--- START ---

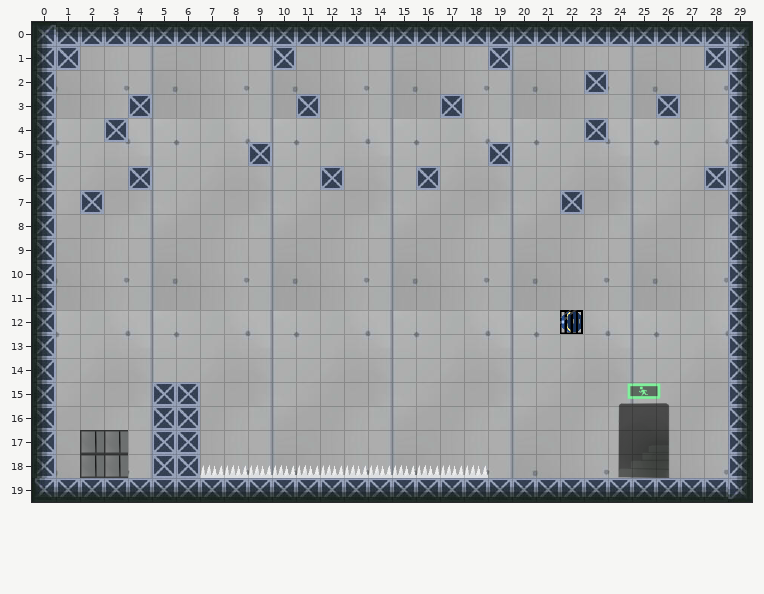
An edit to a level. Tiled map, Release.win32/Resources/Map/Level3.tmx. Above: the version before the commit.
Cells are 32x32 px. Shown: x 0..29, y 0..19.
The result:
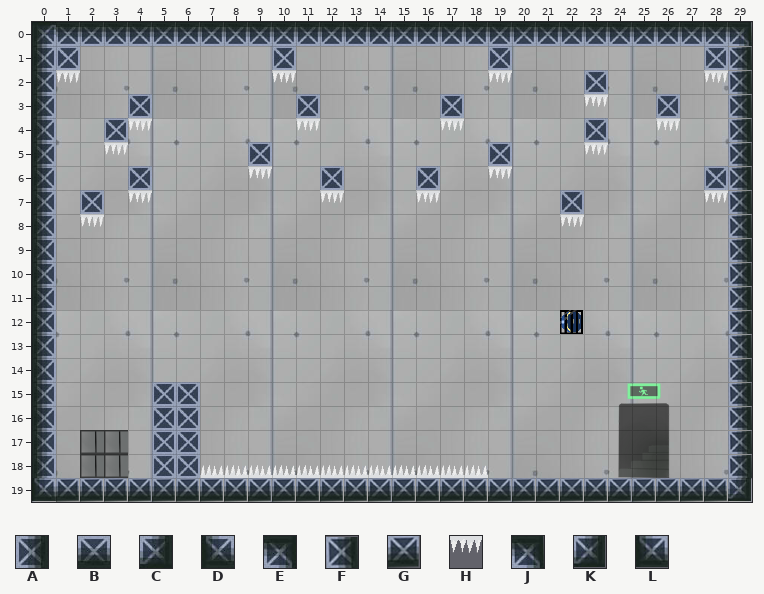
Key: from "地图素材": A 165 turned 180, B 165 turned 270, C 167 turned 180, D 167 turned 270, E 167 turned 90, F 169, G 171, H 197, J 202, K 204, L 206.
_ is an empty cell.
The edit:
{"where": "layer \"Platform\""}
{"y":0,"x":29,"old":"E","new":"J"}
{"y":1,"x":29,"old":"A","new":"F"}
{"y":2,"x":29,"old":"A","new":"F"}
{"y":3,"x":29,"old":"A","new":"F"}
{"y":4,"x":29,"old":"A","new":"F"}
{"y":5,"x":29,"old":"A","new":"F"}
{"y":6,"x":29,"old":"A","new":"F"}
{"y":7,"x":29,"old":"A","new":"F"}
{"y":8,"x":29,"old":"A","new":"F"}
{"y":9,"x":29,"old":"A","new":"F"}
{"y":10,"x":29,"old":"A","new":"F"}
{"y":11,"x":29,"old":"A","new":"F"}
{"y":12,"x":29,"old":"A","new":"F"}
{"y":13,"x":29,"old":"A","new":"F"}
{"y":14,"x":29,"old":"A","new":"F"}
{"y":15,"x":29,"old":"A","new":"F"}
{"y":16,"x":29,"old":"A","new":"F"}
{"y":17,"x":29,"old":"A","new":"F"}
{"y":18,"x":29,"old":"A","new":"F"}
{"y":19,"x":0,"old":"DBBBBBBBBBBBBBBBBBBBBBBBBBBBBC","new":"LGGGGGGGGGGGGGGGGGGGGGGGGGGGGK"}
{"where": "layer \"Snare\""}
{"y":2,"x":1,"old":"_","new":"H"}
{"y":2,"x":10,"old":"_","new":"H"}
{"y":2,"x":19,"old":"_","new":"H"}
{"y":2,"x":28,"old":"_","new":"H"}
{"y":3,"x":23,"old":"_","new":"H"}
{"y":4,"x":4,"old":"_","new":"H"}
{"y":4,"x":11,"old":"_","new":"H"}
{"y":4,"x":17,"old":"_","new":"H"}
{"y":4,"x":26,"old":"_","new":"H"}
{"y":5,"x":3,"old":"_","new":"H"}
{"y":5,"x":23,"old":"_","new":"H"}
{"y":6,"x":9,"old":"_","new":"H"}
{"y":6,"x":19,"old":"_","new":"H"}
{"y":7,"x":4,"old":"_","new":"H"}
{"y":7,"x":12,"old":"_","new":"H"}
{"y":7,"x":16,"old":"_","new":"H"}
{"y":7,"x":28,"old":"_","new":"H"}
{"y":8,"x":2,"old":"_","new":"H"}
{"y":8,"x":22,"old":"_","new":"H"}
{"label":"changed","picture_box":[32,22,752,502]}

--- END ---

- DIRECTIONS
I'd like the number of lines above that contain the word "where", and nothing besides that number.

- RESULT FOR THIS EXERCISE
2